The results of this study show that the thalamocortical connections in the brain slices used are preserved. The recordings of oscillations in brain slices confirmed that there is a robust presence of low frequency oscillations in the thalamocortical area.

As expected, the team found that addition of high glucose concentration for 30 minutes decreased the low frequency oscillations and increased the high frequency oscillations.

The authors discussed how this work using the thalamocortical slice model has shown that low frequency oscillations respond to glucose administration; which is similar to what they have seen in patients with Glut1 Deficiency. The team also mentioned that this work helps expand their understanding of the relationship between Glut1 deficits and how this impacts neurotransmission and electrophysiology.

Dr.

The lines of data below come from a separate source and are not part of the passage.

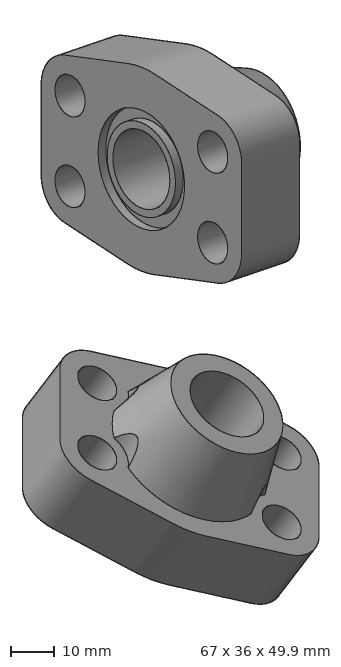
import cadquery as cq
import math

WIDTH = 67.0
HEIGHT = 49.9
THICKNESS = 18.0
CORNER_RADIUS = 9.7
CROWN_RADIUS = 23.8
EDGE_SLOPE = 10.8

HUB_LENGTH = 17.95
HUB_BASE_RADIUS = 19.95
HUB_TIP_RADIUS = 14.5
BORE_DIAMETER = 19.0

GROOVE_OUTER_DIAMETER = 28.9
GROOVE_INNER_DIAMETER = 22.8
GROOVE_DEPTH = 2.4

HOLE_DIAMETER = 10.05
HOLE_SPACING_X = 47.65
HOLE_SPACING_Z = 22.2
BOLT_HEAD_DIAMETER = 16.1


def rod(diameter, y_start, length, x=0, z=0):
    """Cylinder along +Y starting at y_start."""
    return cq.Workplane(
        cq.Solid.makeCylinder(diameter / 2, length, cq.Vector(x, y_start, z), cq.Vector(0, 1, 0))
    )


def make_flange():
    """Plate with rounded corners and sloping edges tangent to a crown arc."""
    slope = math.radians(EDGE_SLOPE)
    crown_center_z = HEIGHT / 2 - CROWN_RADIUS
    tangent_x = CROWN_RADIUS * math.sin(slope)
    tangent_z = crown_center_z + CROWN_RADIUS * math.cos(slope)
    side_x = WIDTH / 2
    side_z = tangent_z - (side_x - tangent_x) * math.tan(slope)
    return (
        cq.Workplane("XZ", origin=(0, THICKNESS, 0))
        .moveTo(-side_x, -side_z)
        .lineTo(-side_x, side_z)
        .lineTo(-tangent_x, tangent_z)
        .threePointArc((0, HEIGHT / 2), (tangent_x, tangent_z))
        .lineTo(side_x, side_z)
        .lineTo(side_x, -side_z)
        .lineTo(tangent_x, -tangent_z)
        .threePointArc((0, -HEIGHT / 2), (-tangent_x, -tangent_z))
        .close()
        .extrude(THICKNESS)
        .edges("|Y and (<X or >X)")
        .fillet(CORNER_RADIUS)
    )


def make_hub():
    """Cone on the back of the plate."""
    return cq.Workplane(
        cq.Solid.makeCone(
            HUB_BASE_RADIUS, HUB_TIP_RADIUS, HUB_LENGTH, cq.Vector(0, THICKNESS, 0), cq.Vector(0, 1, 0)
        )
    )


def make_seal_groove():
    """Ring to be removed from the front face."""
    outer = rod(GROOVE_OUTER_DIAMETER, 0, GROOVE_DEPTH)
    return outer.cut(rod(GROOVE_INNER_DIAMETER, 0, GROOVE_DEPTH))


total_depth = THICKNESS + HUB_LENGTH
result = make_flange().union(make_hub())
result = result.cut(rod(BORE_DIAMETER, 0, total_depth)).cut(make_seal_groove())

for x_sign in (-1, 1):
    for z_sign in (-1, 1):
        hole_x = x_sign * HOLE_SPACING_X / 2
        hole_z = z_sign * HOLE_SPACING_Z / 2
        result = result.cut(rod(HOLE_DIAMETER, 0, THICKNESS, hole_x, hole_z))
        result = result.cut(rod(BOLT_HEAD_DIAMETER, THICKNESS, HUB_LENGTH, hole_x, hole_z))

Pascual and his team explained how the decrease in low frequency oscillations and the increase in high frequency oscillations after administration of glucose may be due to the enhanced sensitivity of inhibitory GABAergic neurons.  GABAergic neurons are the main inhibitory neurons in the central nervous system, and they play a critical role in many pathophysiological processes including modulation of cortical and hippocampal neural circuitry and activity.

The model and the protocol used for recording the oscillations has proved useful but it has some limitations such as that the recording area of the oscillations is limited just to a specific layer in the cortex.

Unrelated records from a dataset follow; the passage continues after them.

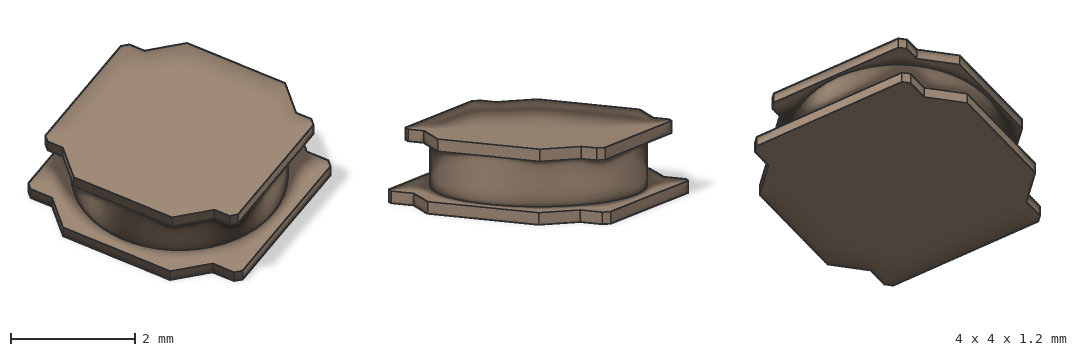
import math

import cadquery as cq

base_width = 4.0
flange_inset = 0.2
flange_thickness = 0.2
total_height = 1.2
core_diameter = 3.5

slope_start_x = 1.0
notch_y = 1.5
slope_angle = 45.0
corner_chamfer = 0.1


def flange(inset, bottom_z):
    """Plate with the base outline moved inward by `inset`, keeping the corner chamfer size."""
    half_width = base_width / 2 - inset
    ledge_y = notch_y - inset
    slope_x = slope_start_x - inset * math.tan(math.radians(slope_angle / 2))
    slope_end_x = slope_x + (half_width - ledge_y) / math.tan(math.radians(slope_angle))

    quarter = [
        (half_width, ledge_y - corner_chamfer),
        (half_width - corner_chamfer, ledge_y),
        (slope_end_x, ledge_y),
        (slope_x, half_width),
    ]
    right_half = [(x, -y) for x, y in reversed(quarter)] + quarter
    left_half = [(-x, -y) for x, y in right_half]
    return (
        cq.Workplane("XY", origin=(0, 0, bottom_z))
        .polyline(right_half + left_half)
        .close()
        .extrude(flange_thickness)
    )


def core():
    """Round winding core, running the full height through both flanges."""
    return cq.Workplane("XY").circle(core_diameter / 2).extrude(total_height)


base_flange = flange(0, 0)
top_flange = flange(flange_inset, total_height - flange_thickness)

result = base_flange.union(core()).union(top_flange).clean()
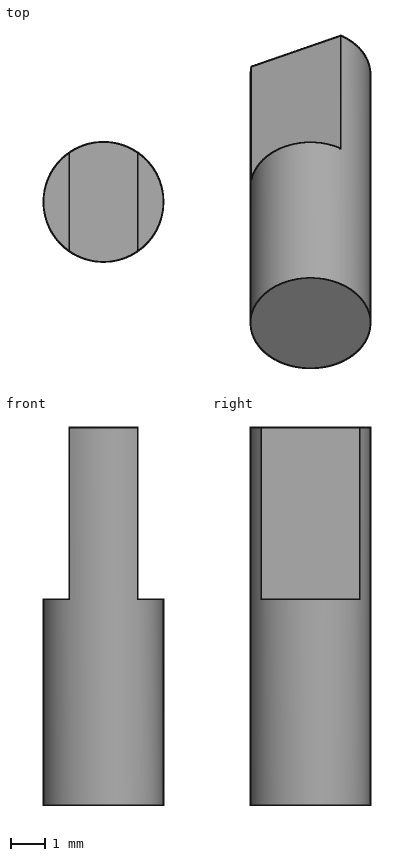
import cadquery as cq

PIN_DIAMETER = 3.5
PIN_LENGTH = 11.0
TANG_THICKNESS = 2.0
TANG_LENGTH = 5.0

SHANK_LENGTH = PIN_LENGTH - TANG_LENGTH


def make_pin():
    """Full-length round pin standing on the XY plane."""
    return cq.Workplane("XY").circle(PIN_DIAMETER / 2).extrude(PIN_LENGTH)


def make_flat_cutter(side):
    """Block that removes the pin beyond one tang flat; side is -1 or +1 along X."""
    offset = side * (TANG_THICKNESS + PIN_DIAMETER) / 2
    return (
        cq.Workplane("XY", origin=(offset, 0, SHANK_LENGTH))
        .box(PIN_DIAMETER, PIN_DIAMETER, TANG_LENGTH, centered=(True, True, False))
    )


result = make_pin()
for flat_side in (-1, 1):
    result = result.cut(make_flat_cutter(flat_side))
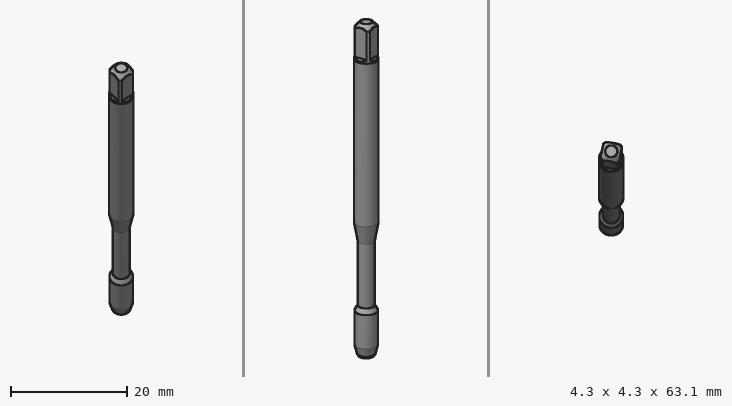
import cadquery as cq

total_height = 63.1
flat_bottom = 56.7
shoulder_height = 56.1
shank_bottom = 25.25
neck_top = 21.65
head_height = 9.5

shank_diameter = 4.3
neck_diameter = 2.95

drive_corner_diameter = 4.1
drive_flat_width = 3.3
drive_tip_diameter = 2.1

head_diameter = 4.1
head_top_taper_height = 1.0
lead_taper_height = 2.1
lead_end_diameter = 3.3
tip_chamfer_height = 0.45
tip_diameter = 2.65


def revolve_sections(sections):
    """Turn (diameter, height) sections, listed upwards, about the Z axis."""
    outline = [(diameter / 2, height) for diameter, height in sections]
    bottom = (0, sections[0][1])
    top = (0, sections[-1][1])
    return cq.Workplane("XZ").polyline([bottom, *outline, top]).close().revolve(360, (0, 0), (0, 1))


def make_square_envelope():
    """Square prism for the drive, with flats that run out to the shank surface at 45 degrees."""
    runout_depth = (shank_diameter - drive_flat_width) / 2
    prism = (
        cq.Workplane("XY", origin=(0, 0, flat_bottom))
        .rect(drive_flat_width, drive_flat_width)
        .extrude(total_height - flat_bottom)
    )
    runout = (
        cq.Workplane("XY", origin=(0, 0, flat_bottom - runout_depth))
        .rect(shank_diameter, shank_diameter)
        .workplane(offset=runout_depth)
        .rect(drive_flat_width, drive_flat_width)
        .loft(ruled=True)
    )
    base = (
        cq.Workplane("XY", origin=(0, 0, head_height))
        .rect(shank_diameter, shank_diameter)
        .extrude(flat_bottom - runout_depth - head_height)
    )
    return base.union(runout).union(prism)


def make_shank():
    """Shank with its neck below and its square drive, coned at the top, above."""
    drive_taper_height = (drive_corner_diameter - drive_tip_diameter) / 2
    turned = revolve_sections([
        (neck_diameter, head_height),
        (neck_diameter, neck_top),
        (shank_diameter, shank_bottom),
        (shank_diameter, shoulder_height),
        (drive_corner_diameter, shoulder_height),
        (drive_corner_diameter, total_height - drive_taper_height),
        (drive_tip_diameter, total_height),
    ])
    return turned.intersect(make_square_envelope())


def make_cutting_head():
    """Cutting head with a lead taper and tip chamfer below and a taper above."""
    return revolve_sections([
        (tip_diameter, 0),
        (lead_end_diameter, tip_chamfer_height),
        (head_diameter, lead_taper_height),
        (head_diameter, head_height - head_top_taper_height),
        (neck_diameter, head_height),
    ])


shank = make_shank()
cutting_head = make_cutting_head()

result = cq.Compound.makeCompound([shank.solids().val(), cutting_head.val()])

They authors concluded that they have developed a thalamocortical slice recording and analysis approach that can quantify potential oscillations related with seizures in a mouse model of Glut1 Deficiency.

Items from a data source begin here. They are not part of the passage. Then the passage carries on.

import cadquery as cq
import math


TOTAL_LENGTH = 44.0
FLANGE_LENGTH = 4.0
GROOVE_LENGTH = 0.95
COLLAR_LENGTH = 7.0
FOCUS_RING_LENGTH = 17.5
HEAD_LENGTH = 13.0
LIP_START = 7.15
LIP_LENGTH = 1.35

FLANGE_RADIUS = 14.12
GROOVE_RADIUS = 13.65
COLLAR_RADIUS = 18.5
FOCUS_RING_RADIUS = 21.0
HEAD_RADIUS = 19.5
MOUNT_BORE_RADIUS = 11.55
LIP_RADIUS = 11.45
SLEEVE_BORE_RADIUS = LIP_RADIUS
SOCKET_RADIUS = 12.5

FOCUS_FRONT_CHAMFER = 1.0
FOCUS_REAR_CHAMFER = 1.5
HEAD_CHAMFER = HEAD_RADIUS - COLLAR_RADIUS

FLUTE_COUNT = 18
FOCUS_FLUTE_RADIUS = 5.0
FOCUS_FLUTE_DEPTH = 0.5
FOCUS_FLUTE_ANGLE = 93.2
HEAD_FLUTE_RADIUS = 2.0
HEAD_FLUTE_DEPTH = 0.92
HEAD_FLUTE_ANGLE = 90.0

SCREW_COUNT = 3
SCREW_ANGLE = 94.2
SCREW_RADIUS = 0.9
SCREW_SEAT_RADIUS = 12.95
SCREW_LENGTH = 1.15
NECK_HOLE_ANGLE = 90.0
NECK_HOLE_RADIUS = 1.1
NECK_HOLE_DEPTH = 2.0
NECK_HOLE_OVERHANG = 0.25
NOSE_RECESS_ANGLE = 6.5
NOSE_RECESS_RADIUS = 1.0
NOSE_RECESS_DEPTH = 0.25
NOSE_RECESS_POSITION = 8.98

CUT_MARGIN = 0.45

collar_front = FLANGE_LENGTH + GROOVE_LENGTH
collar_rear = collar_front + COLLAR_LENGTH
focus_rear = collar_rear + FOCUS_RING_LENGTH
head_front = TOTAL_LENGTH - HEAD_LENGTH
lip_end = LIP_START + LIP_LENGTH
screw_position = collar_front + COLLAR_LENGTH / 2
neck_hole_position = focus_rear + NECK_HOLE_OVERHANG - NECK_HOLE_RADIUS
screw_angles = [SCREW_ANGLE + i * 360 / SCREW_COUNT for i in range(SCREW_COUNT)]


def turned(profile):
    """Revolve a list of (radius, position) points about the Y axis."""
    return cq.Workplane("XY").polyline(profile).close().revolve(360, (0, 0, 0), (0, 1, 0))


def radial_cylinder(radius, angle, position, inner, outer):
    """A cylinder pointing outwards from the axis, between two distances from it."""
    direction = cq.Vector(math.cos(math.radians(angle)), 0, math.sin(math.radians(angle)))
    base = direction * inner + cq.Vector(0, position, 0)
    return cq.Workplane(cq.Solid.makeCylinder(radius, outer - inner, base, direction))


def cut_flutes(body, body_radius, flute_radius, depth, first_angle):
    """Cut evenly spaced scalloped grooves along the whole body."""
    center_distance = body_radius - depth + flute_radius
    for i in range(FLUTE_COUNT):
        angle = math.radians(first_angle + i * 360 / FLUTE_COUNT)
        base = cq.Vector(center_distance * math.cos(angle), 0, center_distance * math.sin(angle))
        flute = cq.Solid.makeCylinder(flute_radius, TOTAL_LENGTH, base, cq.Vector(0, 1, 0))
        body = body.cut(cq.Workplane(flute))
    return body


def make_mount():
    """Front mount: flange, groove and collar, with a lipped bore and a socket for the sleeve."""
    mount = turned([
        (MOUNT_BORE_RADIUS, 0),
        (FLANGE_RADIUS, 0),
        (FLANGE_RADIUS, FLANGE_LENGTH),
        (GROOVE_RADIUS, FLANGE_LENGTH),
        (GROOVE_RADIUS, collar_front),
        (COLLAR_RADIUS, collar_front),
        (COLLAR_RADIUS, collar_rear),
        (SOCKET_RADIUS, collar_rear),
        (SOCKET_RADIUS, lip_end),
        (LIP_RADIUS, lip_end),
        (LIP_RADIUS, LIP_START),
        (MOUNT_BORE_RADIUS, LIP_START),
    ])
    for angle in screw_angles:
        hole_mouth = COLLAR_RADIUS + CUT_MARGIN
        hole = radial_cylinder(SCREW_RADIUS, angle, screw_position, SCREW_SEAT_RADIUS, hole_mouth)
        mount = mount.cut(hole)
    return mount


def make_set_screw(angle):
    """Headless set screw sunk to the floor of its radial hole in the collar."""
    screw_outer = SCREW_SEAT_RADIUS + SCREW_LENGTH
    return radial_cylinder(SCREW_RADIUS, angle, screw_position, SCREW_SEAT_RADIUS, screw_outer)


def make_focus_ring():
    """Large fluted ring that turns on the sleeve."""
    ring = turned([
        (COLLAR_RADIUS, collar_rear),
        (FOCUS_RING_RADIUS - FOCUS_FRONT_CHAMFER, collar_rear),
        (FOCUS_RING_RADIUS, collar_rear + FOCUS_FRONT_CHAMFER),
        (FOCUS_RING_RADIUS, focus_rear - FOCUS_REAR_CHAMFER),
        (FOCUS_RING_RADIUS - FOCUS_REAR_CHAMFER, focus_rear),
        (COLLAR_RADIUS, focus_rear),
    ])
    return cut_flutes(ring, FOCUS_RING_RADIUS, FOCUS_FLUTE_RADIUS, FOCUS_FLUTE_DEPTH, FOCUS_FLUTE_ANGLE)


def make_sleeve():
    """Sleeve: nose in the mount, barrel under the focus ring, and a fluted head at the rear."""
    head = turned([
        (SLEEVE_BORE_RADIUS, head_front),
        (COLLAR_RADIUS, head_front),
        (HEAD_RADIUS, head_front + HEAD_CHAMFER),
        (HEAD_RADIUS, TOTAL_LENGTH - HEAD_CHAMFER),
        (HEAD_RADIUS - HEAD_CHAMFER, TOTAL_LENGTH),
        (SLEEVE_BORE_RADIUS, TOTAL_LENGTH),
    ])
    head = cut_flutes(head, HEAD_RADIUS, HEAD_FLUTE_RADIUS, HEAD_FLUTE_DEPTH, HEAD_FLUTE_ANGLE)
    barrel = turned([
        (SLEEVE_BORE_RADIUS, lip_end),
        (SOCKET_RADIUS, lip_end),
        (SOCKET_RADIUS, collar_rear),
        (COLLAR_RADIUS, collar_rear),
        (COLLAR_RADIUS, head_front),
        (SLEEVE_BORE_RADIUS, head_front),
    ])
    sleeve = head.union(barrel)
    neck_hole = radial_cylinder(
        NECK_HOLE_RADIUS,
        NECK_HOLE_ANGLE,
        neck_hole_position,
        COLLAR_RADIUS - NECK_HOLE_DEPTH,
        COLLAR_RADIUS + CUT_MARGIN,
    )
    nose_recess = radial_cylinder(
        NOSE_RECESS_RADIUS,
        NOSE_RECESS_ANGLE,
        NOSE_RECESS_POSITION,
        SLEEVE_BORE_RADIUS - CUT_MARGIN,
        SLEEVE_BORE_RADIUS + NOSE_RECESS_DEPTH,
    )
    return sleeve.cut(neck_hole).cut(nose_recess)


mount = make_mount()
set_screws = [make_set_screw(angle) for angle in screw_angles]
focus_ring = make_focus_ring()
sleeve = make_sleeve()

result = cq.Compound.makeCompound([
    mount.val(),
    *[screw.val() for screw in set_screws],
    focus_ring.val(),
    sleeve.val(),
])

In addition, they concluded that their findings corroborate that in Glut1 Deficiency, at the level of the thalamocortical circuit, there is a reduction in the inhibition dependent of the metabolism and that it leads to the oscillations in this area. This model enables the possibility to use it as a way to characterize metabolic fuels and medicines that could potentially be used to treat Glut1 Deficiency. 

Finally, this model could also be adapted to study abnormal thalamocortical oscillations that are present in other genetic epilepsies.

Dr. Pascual and his team have published two more manuscripts, one that I briefly mentioned in our summer post “Maintenance of pig brain function under extracorporeal pulsatile circulatory control (EPCC)”. This publication talks about the use of the pig model and how they were able to separate the brain circulation from the rest of the body. This approach enabled them to study neural activity and its circulatory system independently of most of the rest of the organism. Their aim is to be able to establish a pig model to study Glut1 Deficiency due to the similarities between the brain of pigs and humans.

The last publication is “Impoverished Conceptions of Gene Causation and Therapy in Developmental Neurology”. This manuscript talks about the use of gene therapy to treat developmental neurological disorders. The authors analyzed recent examples of unusual or unexpected issues that occurred in the course of treatment of developmental neurological disorders. 

My take home message is that in an organism, changes in the DNA do not necessarily lead to a genetic disorder. If changes in the DNA lead to a defect on a protein and the protein-protein interactions are affected as well, this could possibly lead to a disorder. When thinking about gene therapy it’s important to think about all the other possible things that could be playing a role in a disease. Other things implicated could be other genes, proteins produced by those genes, how proteins interact with each other, how genes and proteins interact with each other and even how environmental factors can influence the expression of genes or the interactions.

At the end of the publication the authors offer a list of questions which answers could help to guide and determine the feasibility to establish gene therapy for developmental neurological disorders.We thank Dr. Pascual, his team and his collaborators for all the hard work and insightful publications, and for helping our community in so many ways!